Peter Brötzmann Chicago Tentet – Signs (2004)
On retrouve le tentet de Chicago, rien que la liste des noms qu’il contient est déjà tout un programme plein de promesses qui, c’est l’évidence, seront tenues. Il y a une telle expérience musicale, un tel savoir-faire chez chacun de ses membres que rien de regrettable ne peut arriver.
Aux anches déjà, Peter Brötzmann, Mats Gustafsson, Ken Vandermark et Mars Williams, un all-stars incontestable, si on ajoute Joe McPhee à la trompette, Jeb bishop au trombone, Fred Lonberg-Holm au violoncelle, Kent Kessler à la basse, Michael Zerang et Hamid Drake aux batteries, c’est tout simplement l’un des meilleurs groupes d’improvisation au monde.
Trois titres sont joués, le premier « Bird Notes (for Bengt Nordström) » signé Mats Gustafsson est enregistré à Vasteras Konserthus, en Suède, le trois novembre deux mille trois. Un beau chaos bien organisé qui rend hommage à l’homme qui accueillit Albert Ayler en son temps.
La seconde « Six Gun Territory » de Fred Lonberg-Holm est capté au « Airwave Studio » les dix-sept et dix-huit juin deux mille deux, en même temps que « Signs », mais elle conserve des attributs de musique contemporaine, elle est magnifiquement interprétée, et on en distingue nettement la trace écrite, un peu stricte, particulièrement dans l’émergence des cordes.
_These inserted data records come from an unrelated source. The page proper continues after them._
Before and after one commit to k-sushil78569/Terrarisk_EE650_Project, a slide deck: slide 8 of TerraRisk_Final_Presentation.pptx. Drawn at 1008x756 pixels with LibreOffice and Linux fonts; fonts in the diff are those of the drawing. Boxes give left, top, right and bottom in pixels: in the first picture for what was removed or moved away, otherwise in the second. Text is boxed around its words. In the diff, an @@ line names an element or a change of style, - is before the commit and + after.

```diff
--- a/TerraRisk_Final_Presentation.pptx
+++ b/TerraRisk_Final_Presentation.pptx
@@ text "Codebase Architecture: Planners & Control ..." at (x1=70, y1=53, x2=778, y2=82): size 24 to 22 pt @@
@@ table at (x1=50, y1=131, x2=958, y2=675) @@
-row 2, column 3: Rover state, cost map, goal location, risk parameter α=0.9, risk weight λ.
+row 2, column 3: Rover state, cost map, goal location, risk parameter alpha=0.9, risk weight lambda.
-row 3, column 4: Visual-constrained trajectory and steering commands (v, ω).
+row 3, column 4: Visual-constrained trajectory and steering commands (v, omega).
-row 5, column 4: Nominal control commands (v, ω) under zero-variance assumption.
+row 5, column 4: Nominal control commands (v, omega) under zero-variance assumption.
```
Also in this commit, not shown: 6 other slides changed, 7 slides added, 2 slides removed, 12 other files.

La dernière pièce « Signs » de Peter Brötzmann est enregistrée dans le mouvement, improvisée après des conventions orales. Elle fonctionne par vague successives qui se suivent et varient par la force et l’intensité, elles dessinent en même temps différents motifs, ces signes dont parle le titre, à l’arrivée c’est plutôt réussi.
On remarquera la cohésion de l’ensemble, mais aussi celle des solistes, une certaine qualité dans l’écriture également, la pièce de Brötzmann est ma préférée. Un peu plus de cinquante minutes au programme.